- Cover of the sheet music for "A Couple of Swells" from 1947

Song by Judy Garland and Fred Astaire

from the album Easter Parade
- Language: English
- Written: Irving Berlin

= A Couple of Swells =

Song by Judy Garland and Fred Astaire

"A Couple of Swells" is an American comedy duet song performed by Judy Garland and Fred Astaire in the film Easter Parade (1948). It was written by Irving Berlin. Berlin originally wrote the song "Let's Take an Old-Fashioned Walk" for the scene, but the film's producer, Arthur Freed, persuaded Berlin to change this for a song that would highlight Garland's comedic talent. Berlin wrote the song in about an hour drawing on his experience as a Tin Pan Alley popular songwriter.

== Description ==
The film is set in 1912 in the New York Broadway Vaudeville business in which hobo acts depicting down and outs were popular with audiences. Astaire and Garland appear as tramps in worn out clothing cast off by the very rich. A swell is slang for a wealthy, elegant person. The song and dance explore the fantasy that they really are wealthy and have been invited for tea with the extremely wealthy Vanderbilt family. They have the invitation but no means of getting to the appointment.

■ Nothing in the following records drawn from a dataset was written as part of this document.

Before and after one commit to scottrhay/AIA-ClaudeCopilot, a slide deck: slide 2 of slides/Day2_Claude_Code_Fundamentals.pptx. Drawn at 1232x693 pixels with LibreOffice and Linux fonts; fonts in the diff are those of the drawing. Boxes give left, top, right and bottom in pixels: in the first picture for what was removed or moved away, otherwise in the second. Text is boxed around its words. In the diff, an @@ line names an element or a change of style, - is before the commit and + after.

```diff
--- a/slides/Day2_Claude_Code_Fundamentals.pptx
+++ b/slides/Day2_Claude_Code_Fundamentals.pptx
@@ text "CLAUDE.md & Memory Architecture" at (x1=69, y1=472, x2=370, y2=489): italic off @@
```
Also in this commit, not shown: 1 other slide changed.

The song lyrics suggest ways they might travel up the avenue, (most likely Fifth Avenue, on which the Vanderbilts had 10 mansions), to the club where the Vanderbilts are waiting. These are: to drive a car, skate on ice, ride on a bicycle, sail a yacht, drive a carriage, ride on a trolley car, and swim. Each is rejected with a reason and the only way left to the two tramps is to walk up the avenue.

The song verses close with the refrain:So we'll walk up the avenue
Yes we'll walk up the avenue
And to walk up the avenue's what we like Verses in the song also satirize aspects of the lifestyle of the rich; 'sports' who play tennis all summer, Wall Street bankers who are too drunk to find the key to the safe, and wealthy playboys who are adored and chased by photographic models.